--- Exercise inputs ---

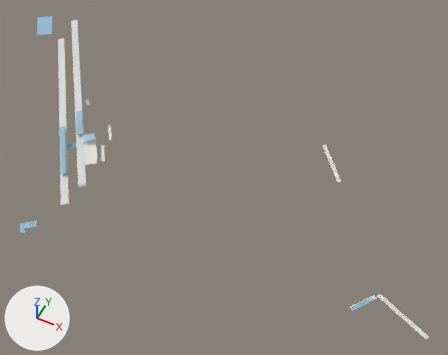
The glTF model bern-research/stations/models/8507079-bern-weissenbuehl.glb as it was, and as the next commit left it.
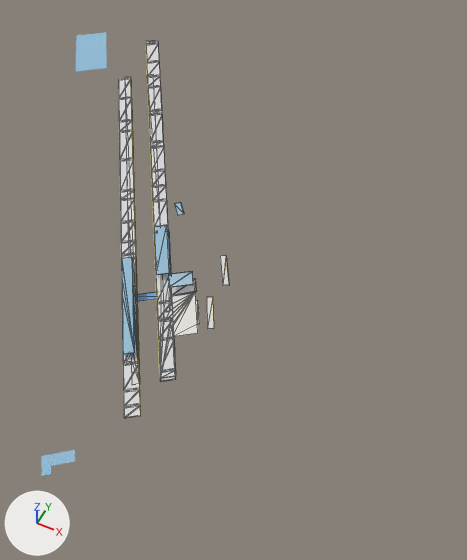
There are two pictures of each version: one whole from a 50 mm camera at (264.0, -267.0, 371.0) aimed at (111.0, 39.0, -12.0), one close up on the part from 0% to 51% of the width and 0% to 77% of the height. Lighting does not change. The marker at lower left points along +X, +Y and +Z. The older version's two pictures come first. The close-ups show mesh edges as thin lines.

Before the edit, the objects in view are built like this:
```python
me_boarding_edge_0 = bpy.data.meshes.new('boarding_edge@0')
me_boarding_edge_0.from_pydata(...)  # 328 vertices, 628 faces; spans x -123.0..297.0, y -49.0..154.0, z -1.0..0.0
me_boarding_edge_0.materials.append(mat_boarding_edge)  # yellow #f7e76f
me_building_footprint_0 = bpy.data.meshes.new('building_footprint@0')
me_building_footprint_0.from_pydata(...)  # 40 vertices, 76 faces; spans x -6.4..15.7, y -9.0..15.7, z -0.1..0.1
me_building_footprint_0.materials.append(mat_building_footprint)  # white #e5e2dd
me_platform_body_0 = bpy.data.meshes.new('platform_body@0')
me_platform_body_0.from_pydata(...)  # 328 vertices, 628 faces; spans x -123.0..297.0, y -52.0..157.0, z -1.0..0.0
me_platform_body_0.materials.append(mat_platform_body)  # light grey #dadadd
ob_boarding_edge_0 = bpy.data.objects.new('boarding_edge@0', me_boarding_edge_0)
ob_boarding_edge_0.location = (0.0, 0.0, 0.0)
ob_building_footprint_0 = bpy.data.objects.new('building_footprint@0', me_building_footprint_0)
ob_building_footprint_0.location = (0.0, 0.0, 0.0)
ob_platform_body_0 = bpy.data.objects.new('platform_body@0', me_platform_body_0)
ob_platform_body_0.location = (0.0, 0.0, 0.0)
# also in view: 'roof@0' at (-17.0, 14.0, 4.0); 'canopy@0' at (-69.0, 29.0, 2.0)
```
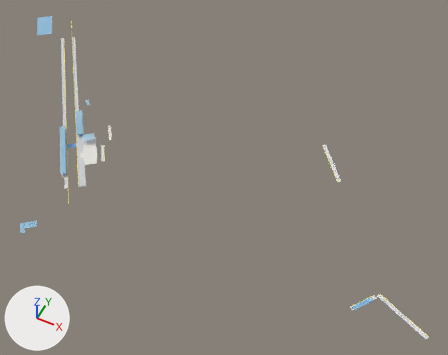
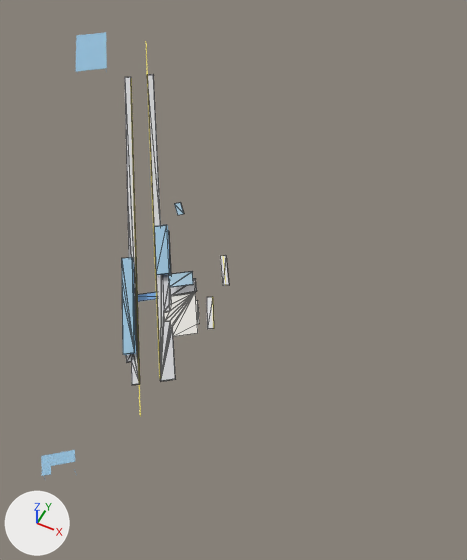
What changed in the scene script:
```text
Change me_platform_body_0:
    used by ob_platform_body_0; location = (0.0, 0.0, 0.0)
    remove me_platform_body_0.from_pydata(...)  # 328 vertices, 628 faces; spans x -123.0..297.0, y -52.0..157.0, z -1.0..0.0
    add me_platform_body_0.from_pydata(...)  # 40 vertices, 60 faces; spans x -2.0..297.0, y -39.0..101.0, z -1.0..0.0
    me_platform_body_0 part 1: the loose piece of 160 vertices spanning x -123.0..21.0, y -30.0..157.0, z 0.0 is deleted
    me_platform_body_0 part 2: the loose piece of 128 vertices spanning x -115.0..21.0, y -52.0..124.0, z 0.0 is deleted
```

Boxes (x1, y1, x2, y2) around the edits, measured in the close-ups (467 x 560 px):
'platform_body@0', reshaped
    before: (118, 40, 229, 419)
    after: (207, 255, 229, 329)
part 1 of me_platform_body_0, deleted
    before: (146, 40, 176, 379)
part 2 of me_platform_body_0, deleted
    before: (118, 78, 140, 419)
'platform_surface@0', unchanged, uncovered by the edit
    before: (125, 77, 197, 382)
    after: (125, 74, 197, 385)

---

■ What to work on
A line counts if it includes the string "materials". State how many such lines the entries have, with no other text.

■ Task solution
3